Consent searches are an important law enforcement tool. Police, with some regularity, capture large quantities of narcotics after the driver gives permission to search his vehicle. Common sense dictates that persons traveling with contraband are more likely to refuse permission to search if told they have the right to do so. I would not handicap our police by imposing a de facto requirement to give such a warning during pedestrian Terry stops or routine traffic stops.

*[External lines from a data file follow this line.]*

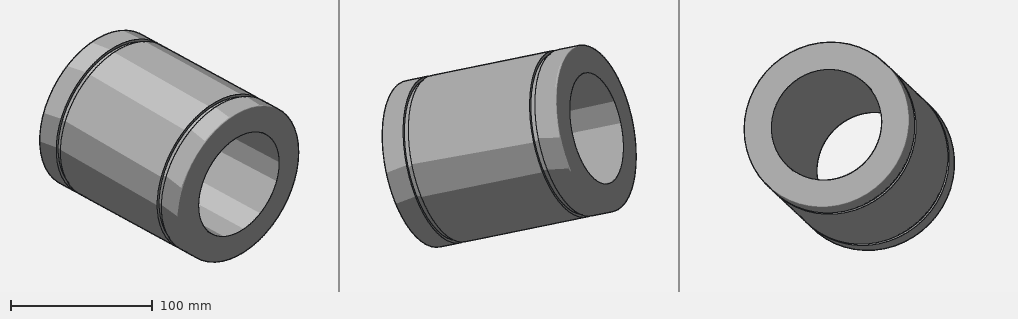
import cadquery as cq

length = 140.0
outer_diameter = 120.0
bore_diameter = 80.0

groove_diameter = 116.0
groove_width = 4.2
groove_outer_span = 105.5

edge_radius = 1.0


def ring(start_x, width, outer, inner):
    """Ring around the X axis that starts at start_x and extends toward +X."""
    return (
        cq.Workplane("YZ", origin=(start_x, 0, 0))
        .circle(outer / 2)
        .circle(inner / 2)
        .extrude(width)
    )


def sleeve():
    """Hollow cylinder with its outer end edges rounded."""
    cylinder = cq.Workplane("YZ", origin=(-length / 2, 0, 0)).circle(outer_diameter / 2).extrude(length)
    return cylinder.edges("%CIRCLE").fillet(edge_radius).faces(">X").workplane().hole(bore_diameter)


result = sleeve()
left_groove_start = -groove_outer_span / 2
right_groove_start = groove_outer_span / 2 - groove_width
for groove_start in (left_groove_start, right_groove_start):
    result = result.cut(ring(groove_start, groove_width, outer_diameter + groove_width, groove_diameter))

Pals’ consent would be found voluntary under our court’s precedent and under the applicable Fourth Amendment decisions of the United States Supreme Court. I would honor stare decisis and apply that precedent here to promote the predictability, legitimacy, and stability of our state law. See Kiesau v. Bantz, 686 N.W.2d 164, 180 (Iowa 2004) (Cady, J., dissenting) (“It nearly goes without saying that the doctrine of stare decisis is one of the bedrock principles on which this court is built. It is an important restraint on judicial authority and provides needed stability in and respect for the law.”). We should not diverge from well-settled Federal Fourth Amendment precedent unless doing so is justified by differences in the text, structure, or history of the Iowa provision. See generally State v. Schwartz, 689 N.W.2d 430, 438-45 (S.D.2004) (Konenkamp, J., concurring in result) (discussing need for neutral divergence standards). No such grounds for divergence exist in this case.

III. Deputy Wubben Did Not Imper-missibly Expand the Scope of His Investigation.

The majority concludes Pals did not preserve for review the claim Wubben improperly expanded the scope of his investigation by asking to search without a reasonable suspicion. I will nevertheless address this issue to respond to the majority’s dicta. The majority incorrectly asserts federal courts are “divided” on this issue and overlooks controlling Fourth Amendment decisions by the United States Supreme Court in the last six years: Arizona v. Johnson, 555 U.S. 323, 333-34, 129 S.Ct. 781, 788, 172 L.Ed.2d 694, 704 (2009); Muehler v. Mena, 544 U.S. 93, 100-01, 125 S.Ct. 1465, 1471-72, 161 L.Ed.2d 299, 308-09 (2005); Illinois v. Caballes, 543 U.S. 405, 410, 125 S.Ct. 834, 838, 160 L.Ed.2d 842, 848 (2005). The majority also fails to mention our decision in State v. Smith, 683 N.W.2d 542, 546-48 (Iowa 2004), which is directly on point.

I would adopt the well-reasoned court of appeals opinion that applies this court’s decision in Smith, as well as Johnson, Muehler, and Caballes to reject Pals’ contention that Deputy Wubben unconstitutionally expanded the scope of his investigation by asking for permission to search the vehicle. State v. Pals, 2010 WL 447322, *6-7 (Iowa Ct.App.2010).

This court unanimously decided Smith seven years ago. Smith is dispositive. Under Smith, and now-settled Federal Fourth Amendment case law (Johnson, Mena and Caballes), merely asking per*790mission to search is not a seizure. We could not hold Wubben unconstitutionally expanded the scope of his investigation without overruling Smith. This case involves no allegation of profiling (Pals is Caucasian) — a justification other courts have relied on to prohibit police from expanding the scope of their search absent reasonable suspicion. Nor does the record include any evidence of profiling by Iowa law enforcement. There is no valid reason to overrule Smith.

Y. Conclusion.

For the foregoing reasons, I would affirm the decisions of the district court and court of appeals.